Abstract
Background and aims. In 2010, national guidelines for management of severe sepsis and septic shock were issued in Estonia. The present clinical audit was conducted in 2015 to assess adherence to these guidelines at 12 Estonian acute care hospitals.
Methods. The cases for the audit were identified through the database of the Estonian Health Insurance Fund. The data of the patients treated in the period from 1.07.2013 to 30.06.2014 were searched to obtain a list of ICD-10 diagnoses, which was believed to cover most of possible infectious diseases by the auditors. From this cohort, 271 cases were randomly selected for detailed examination so that the weight of different hospitals was well balanced in the study group. Thereafter, the respective case reports, including all relevant documentation, were retrieved from the participating hospitals. A detailed examination of the 271 patients identified 141 cases where severe sepsis or septic shock was present already at admission. These cases were further analysed in depth.

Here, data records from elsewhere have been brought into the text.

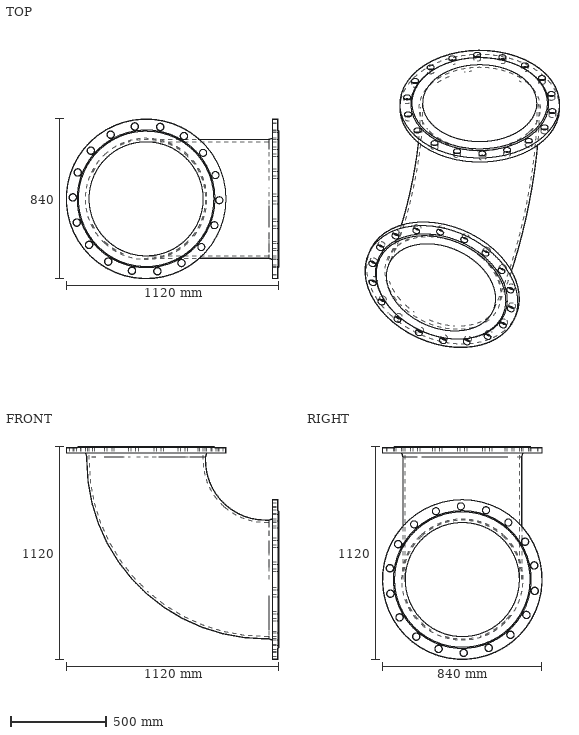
import cadquery as cq

pipe_diameter = 626.0
bore_diameter = 600.0

flange_diameter = 840.0
flange_thickness = 29.0
raised_face_diameter = 725.0
raised_face_tip_diameter = 712.0
raised_face_height = 7.0
hub_diameter = 638.0
hub_length = 19.0
collar_length = 18.0

bolt_count = 18
bolt_circle_diameter = 770.0
bolt_hole_diameter = 37.0
bolt_angle_offset = -1.1

overall_size = 1120.0
end_face = overall_size - flange_diameter / 2
raised_face_base = end_face - raised_face_height
flange_back = raised_face_base - flange_thickness
hub_base = flange_back - hub_length
collar_base = hub_base - collar_length

bend_radius = collar_base


def make_bend(diameter):
    """Quarter-circle bend running from the vertical end to the horizontal end."""
    return (
        cq.Workplane("XY", origin=(0, 0, collar_base))
        .circle(diameter / 2)
        .revolve(90, (bend_radius, 11), (bend_radius, 0))
    )


def make_bolt_holes():
    """Through holes for the bolts of the upper flange."""
    return (
        cq.Workplane("XY", origin=(0, 0, flange_back))
        .polarArray(bolt_circle_diameter / 2, bolt_angle_offset, 360, bolt_count)
        .circle(bolt_hole_diameter / 2)
        .extrude(flange_thickness)
    )


def make_upper_end():
    """Weld-neck flange: collar, flared hub, disc and tapered raised sealing face."""
    profile = [
        (bore_diameter / 2, collar_base),
        (pipe_diameter / 2, collar_base),
        (pipe_diameter / 2, hub_base),
        (hub_diameter / 2, flange_back),
        (flange_diameter / 2, flange_back),
        (flange_diameter / 2, raised_face_base),
        (raised_face_diameter / 2, raised_face_base),
        (raised_face_tip_diameter / 2, end_face),
        (bore_diameter / 2, end_face),
    ]
    body = cq.Workplane("XZ").polyline(profile).close().revolve(360, (0, 0), (0, 1))
    return body.cut(make_bolt_holes())


bend_pipe = make_bend(pipe_diameter).cut(make_bend(bore_diameter))
upper_end = make_upper_end()

side_end = upper_end.mirror(cq.Vector(1, 0, -1))

result = bend_pipe.union(upper_end).union(side_end)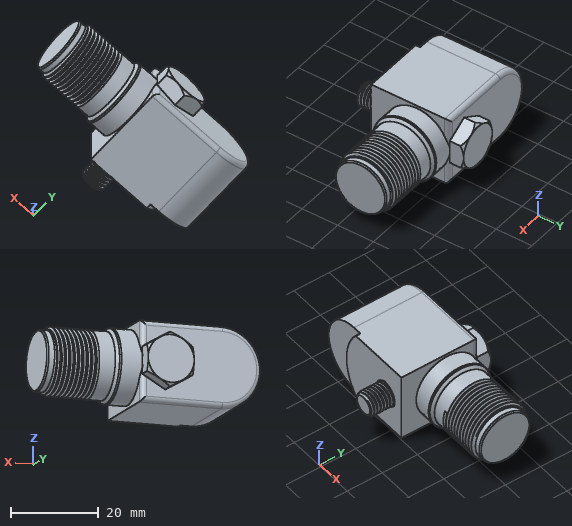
import cadquery as cq
import math


OVERALL_LENGTH = 51.3

HOUSING_HEIGHT = 19.05
HOUSING_LENGTH = 29.25
HOUSING_DEPTH = 21.85
BACK_Y = 8.9
FRONT_Y = BACK_Y - HOUSING_DEPTH
NOSE_RADIUS = HOUSING_HEIGHT / 2
BACK_FILLET = 1.25
MOUNTING_PAD_RADIUS = 14.85
NOSE_STEP_DEPTH = 1.3

COLLAR_DIAMETER = 17.5
COLLAR_END_X = 33.85

FLANGE_DIAMETER = 17.4
FLANGE_LENGTH = 1.25
CONNECTOR_MAJOR_DIAMETER = 15.9
CONNECTOR_MINOR_DIAMETER = 14.7
CONNECTOR_PITCH = 8.45 / 8
THREAD_START_X = 38.85
CONNECTOR_THREAD_ANGLE = -110.0
PILOT_DIAMETER = 14.25
PILOT_LENGTH = 1.8
PILOT_CHAMFER_LENGTH = 0.4
PILOT_CHAMFER_DEPTH = 0.25
CONNECTOR_LENGTH = OVERALL_LENGTH - COLLAR_END_X

BOLT_X = 23.35
BOLT_HOLE_DIAMETER = 6.75
BOLT_MAJOR_DIAMETER = 6.35
BOLT_MINOR_DIAMETER = 5.35
BOLT_TIP_DIAMETER = 5.0
BOLT_PROTRUSION = 6.35
BOLT_PITCH = BOLT_PROTRUSION / 7
BOLT_THREAD_ANGLE = 0.0
BOLT_SHANK_LENGTH = HOUSING_DEPTH + BOLT_PROTRUSION
HEAD_HEIGHT = 3.9
HEAD_ACROSS_FLATS = 11.15
HEX_HALF_CORNER_ANGLE = math.pi / 6
HEAD_ACROSS_CORNERS = HEAD_ACROSS_FLATS / math.cos(HEX_HALF_CORNER_ANGLE)

THREAD_HALF_ANGLE = 30
CREST_SHARE = 1 / 8
GROOVE_OVERRUN = 0.05


def disc(diameter, start, length):
    """Cylinder along local Z, from the given height."""
    return cq.Workplane("XY").workplane(offset=start).circle(diameter / 2).extrude(length)


def thread_groove(major_diameter, minor_diameter, pitch, start, length, start_angle):
    """Right-hand helical V groove around local Z, to be cut from a cylinder."""
    flank_slope = math.tan(math.radians(THREAD_HALF_ANGLE))
    half_mouth = pitch * (1 - CREST_SHARE) / 2
    half_root = half_mouth - (major_diameter - minor_diameter) / 2 * flank_slope
    half_outer = half_mouth + GROOVE_OVERRUN * flank_slope
    root_radius = minor_diameter / 2
    outer_radius = major_diameter / 2 + GROOVE_OVERRUN

    section = [
        (root_radius, -half_root),
        (outer_radius, -half_outer),
        (outer_radius, half_outer),
        (root_radius, half_root),
    ]
    helices = [cq.Wire.makeHelix(pitch, length, radius, center=(0, 0, start + z)) for radius, z in section]
    next_helices = helices[1:] + helices[:1]
    faces = [cq.Face.makeRuledSurface(one, other) for one, other in zip(helices, next_helices)]

    end_turn = 2 * math.pi * length / pitch
    for turn, height in ((0, start), (end_turn, start + length)):
        corners = [cq.Vector(r * math.cos(turn), r * math.sin(turn), height + z) for r, z in section]
        faces.append(cq.Face.makeFromWires(cq.Wire.makePolygon(corners, close=True)))
    groove = cq.Workplane(cq.Solid.makeSolid(cq.Shell.makeShell(faces)))
    return groove.rotate((0, 0, 0), (0, 0, 1), start_angle)


def make_housing():
    """Block with a round nose, a stepped mounting pad, a bolt clearance hole and a round collar."""
    body = (
        cq.Workplane("XZ", origin=(0, BACK_Y, 0))
        .moveTo(HOUSING_LENGTH, -NOSE_RADIUS)
        .lineTo(NOSE_RADIUS, -NOSE_RADIUS)
        .threePointArc((0, 0), (NOSE_RADIUS, NOSE_RADIUS))
        .lineTo(HOUSING_LENGTH, NOSE_RADIUS)
        .close()
        .extrude(HOUSING_DEPTH)
    )
    body = body.faces(">Y").edges().fillet(BACK_FILLET)

    nose_step = (
        cq.Workplane("XZ", origin=(0, FRONT_Y + NOSE_STEP_DEPTH, 0))
        .rect(2 * BOLT_X, 2 * HOUSING_HEIGHT)
        .extrude(NOSE_STEP_DEPTH)
    )
    mounting_pad = (
        cq.Workplane("XZ", origin=(BOLT_X, FRONT_Y + NOSE_STEP_DEPTH, 0))
        .circle(MOUNTING_PAD_RADIUS)
        .extrude(NOSE_STEP_DEPTH)
    )
    body = body.cut(nose_step.cut(mounting_pad))

    bolt_hole = (
        cq.Workplane("XZ", origin=(BOLT_X, BACK_Y, 0))
        .circle(BOLT_HOLE_DIAMETER / 2)
        .extrude(HOUSING_DEPTH)
    )
    body = body.cut(bolt_hole)

    collar_start_x = HOUSING_LENGTH - BACK_FILLET
    collar = (
        cq.Workplane("YZ", origin=(collar_start_x, 0, 0))
        .circle(COLLAR_DIAMETER / 2)
        .extrude(COLLAR_END_X - collar_start_x)
    )
    return body.union(collar)


def make_connector():
    """Chamfered flange, threaded barrel and plain pilot, built along local Z."""
    barrel_length = CONNECTOR_LENGTH - PILOT_LENGTH
    flange_chamfer = (FLANGE_DIAMETER - CONNECTOR_MAJOR_DIAMETER) / 2
    thread_chamfer = (CONNECTOR_MAJOR_DIAMETER - PILOT_DIAMETER) / 2
    flange = disc(FLANGE_DIAMETER, 0, FLANGE_LENGTH).faces(">Z").chamfer(flange_chamfer)
    barrel = disc(CONNECTOR_MAJOR_DIAMETER, 0, barrel_length).faces(">Z").chamfer(thread_chamfer)
    thread_start = THREAD_START_X - COLLAR_END_X
    groove = thread_groove(
        CONNECTOR_MAJOR_DIAMETER,
        CONNECTOR_MINOR_DIAMETER,
        CONNECTOR_PITCH,
        thread_start,
        barrel_length + CONNECTOR_PITCH - thread_start,
        CONNECTOR_THREAD_ANGLE,
    )
    pilot = disc(PILOT_DIAMETER, 0, CONNECTOR_LENGTH)
    pilot = pilot.faces(">Z").chamfer(PILOT_CHAMFER_LENGTH, PILOT_CHAMFER_DEPTH)
    connector = barrel.cut(groove).union(flange).union(pilot)
    return connector.rotate((0, 0, 0), (0, 1, 0), 90).translate((COLLAR_END_X, 0, 0))


def make_bolt():
    """Hex bolt with its head at the back, built along local Z with the head seat at Z = 0."""
    tip_chamfer = (BOLT_MAJOR_DIAMETER - BOLT_TIP_DIAMETER) / 2
    shank = disc(BOLT_MAJOR_DIAMETER, 0, BOLT_SHANK_LENGTH).faces(">Z").chamfer(tip_chamfer)
    thread_start = HOUSING_DEPTH - BOLT_PITCH
    groove = thread_groove(
        BOLT_MAJOR_DIAMETER,
        BOLT_MINOR_DIAMETER,
        BOLT_PITCH,
        thread_start,
        BOLT_SHANK_LENGTH + BOLT_PITCH - thread_start,
        BOLT_THREAD_ANGLE,
    )

    head = cq.Workplane("XY").polygon(6, HEAD_ACROSS_CORNERS).extrude(-HEAD_HEIGHT)
    corner_trim = (HEAD_ACROSS_CORNERS - HEAD_ACROSS_FLATS) / 2
    head_round = disc(HEAD_ACROSS_CORNERS, -HEAD_HEIGHT, HEAD_HEIGHT).faces("<Z").chamfer(corner_trim)
    head = head.intersect(head_round)

    bolt = shank.cut(groove).union(head).rotate((0, 0, 0), (0, 0, 1), 90)
    return bolt.rotate((0, 0, 0), (1, 0, 0), 90).translate((BOLT_X, BACK_Y, 0))


housing = make_housing()
connector = make_connector()
bolt = make_bolt()

result = cq.Compound.makeCompound([
    *housing.solids().vals(),
    *connector.solids().vals(),
    *bolt.solids().vals(),
])

Results. The main causes of sepsis were respiratory, urinary and abdominal infections. Of the patients 52% were aged over 70 years. Only 33% of cases there were assessed as critical conditions at admission (red or yellow triage category). Blood cultures were obtained within the first hour in 6 % of patients and within 4 hours in 48%. In 21% of the patients, blood cultures were not taken. Antibacterial treatment was started within the first hour in 6% of the cases and within 4 hours in 66%. Serum lactate at admission was measured in 53% of the patients. All patients received intravenous fluid therapy. The amount of fluids administered in emergency department was below 500 ml in 21%, 500 to 1000 ml in 30%, and 1000 to 1500 in 18% of the cases. Hospital mortality for all 271 patients was 42.4% and it was 59.2% at 6 months.
Conclusions. Adherence to the national and international guidelines of severe sepsis and septic shock management can be improved in Estonia. Obtaining of blood cultures and treatment with antibiotics are often delayed. Hospitals are encouraged to review standard operating procedures in emergency departments and to facilitate the training of the personnel. Necessary equipment for blood cultures, lactate measurement and stock of antibiotics for empiric therapy have to be immediately accessible for emergency admissions.